PROVIDED MATERIAL >>
============================================================

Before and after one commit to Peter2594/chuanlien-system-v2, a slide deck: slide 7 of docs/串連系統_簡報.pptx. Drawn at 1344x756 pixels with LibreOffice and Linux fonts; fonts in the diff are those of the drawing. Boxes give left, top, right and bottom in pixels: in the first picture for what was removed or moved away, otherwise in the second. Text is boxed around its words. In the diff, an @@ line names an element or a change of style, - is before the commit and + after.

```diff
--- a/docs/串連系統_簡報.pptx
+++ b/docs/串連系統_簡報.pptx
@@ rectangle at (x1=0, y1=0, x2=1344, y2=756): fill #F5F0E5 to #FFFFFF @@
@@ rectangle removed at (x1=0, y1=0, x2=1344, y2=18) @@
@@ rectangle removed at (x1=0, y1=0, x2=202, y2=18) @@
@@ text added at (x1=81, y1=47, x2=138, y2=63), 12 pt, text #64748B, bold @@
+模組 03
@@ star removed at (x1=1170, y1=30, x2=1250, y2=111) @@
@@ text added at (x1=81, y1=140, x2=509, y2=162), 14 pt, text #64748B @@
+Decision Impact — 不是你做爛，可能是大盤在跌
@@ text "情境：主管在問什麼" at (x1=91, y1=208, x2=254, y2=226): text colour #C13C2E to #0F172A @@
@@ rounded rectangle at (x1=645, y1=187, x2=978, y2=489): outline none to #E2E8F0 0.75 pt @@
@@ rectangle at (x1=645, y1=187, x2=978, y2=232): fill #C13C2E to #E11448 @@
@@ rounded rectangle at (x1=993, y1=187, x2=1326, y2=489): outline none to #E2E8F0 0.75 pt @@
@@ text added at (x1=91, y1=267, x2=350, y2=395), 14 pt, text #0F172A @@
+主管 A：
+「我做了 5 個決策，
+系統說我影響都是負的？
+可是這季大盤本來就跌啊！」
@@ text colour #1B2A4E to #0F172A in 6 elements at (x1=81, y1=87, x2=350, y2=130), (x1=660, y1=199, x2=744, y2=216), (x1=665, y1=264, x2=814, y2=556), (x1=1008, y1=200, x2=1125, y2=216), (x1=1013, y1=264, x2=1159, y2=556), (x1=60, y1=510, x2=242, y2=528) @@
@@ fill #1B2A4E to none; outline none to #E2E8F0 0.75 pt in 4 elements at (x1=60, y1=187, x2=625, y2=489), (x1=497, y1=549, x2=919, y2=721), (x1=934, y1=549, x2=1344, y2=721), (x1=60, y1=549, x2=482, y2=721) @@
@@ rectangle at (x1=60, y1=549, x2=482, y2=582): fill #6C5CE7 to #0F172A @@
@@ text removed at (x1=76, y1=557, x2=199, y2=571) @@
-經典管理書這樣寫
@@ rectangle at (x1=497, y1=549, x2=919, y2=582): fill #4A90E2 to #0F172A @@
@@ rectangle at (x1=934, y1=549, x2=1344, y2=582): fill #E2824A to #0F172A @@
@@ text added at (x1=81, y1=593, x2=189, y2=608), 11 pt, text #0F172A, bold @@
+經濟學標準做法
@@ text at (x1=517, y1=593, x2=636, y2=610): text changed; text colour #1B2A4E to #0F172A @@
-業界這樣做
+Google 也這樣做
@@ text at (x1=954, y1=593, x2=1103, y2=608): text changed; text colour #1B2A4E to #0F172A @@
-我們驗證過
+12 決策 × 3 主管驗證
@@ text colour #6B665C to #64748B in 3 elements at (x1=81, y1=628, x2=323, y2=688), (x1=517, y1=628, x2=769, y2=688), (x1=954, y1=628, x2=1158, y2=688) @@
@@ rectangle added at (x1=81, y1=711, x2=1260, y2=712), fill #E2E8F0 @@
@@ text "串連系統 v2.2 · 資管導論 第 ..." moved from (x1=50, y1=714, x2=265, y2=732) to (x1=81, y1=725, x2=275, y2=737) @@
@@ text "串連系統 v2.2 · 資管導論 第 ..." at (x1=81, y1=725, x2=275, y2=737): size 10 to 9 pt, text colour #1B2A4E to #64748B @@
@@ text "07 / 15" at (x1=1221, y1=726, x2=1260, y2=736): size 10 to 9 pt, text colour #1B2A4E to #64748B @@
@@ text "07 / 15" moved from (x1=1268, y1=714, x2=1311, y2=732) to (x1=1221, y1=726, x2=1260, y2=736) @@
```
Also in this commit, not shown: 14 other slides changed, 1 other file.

============================================================

ABOUT THIS TASK >>
Every line above in which the word "rounded" is present must be copied into the answer.

TASK ANSWER >>
@@ rounded rectangle at (x1=645, y1=187, x2=978, y2=489): outline none to #E2E8F0 0.75 pt @@
@@ rounded rectangle at (x1=993, y1=187, x2=1326, y2=489): outline none to #E2E8F0 0.75 pt @@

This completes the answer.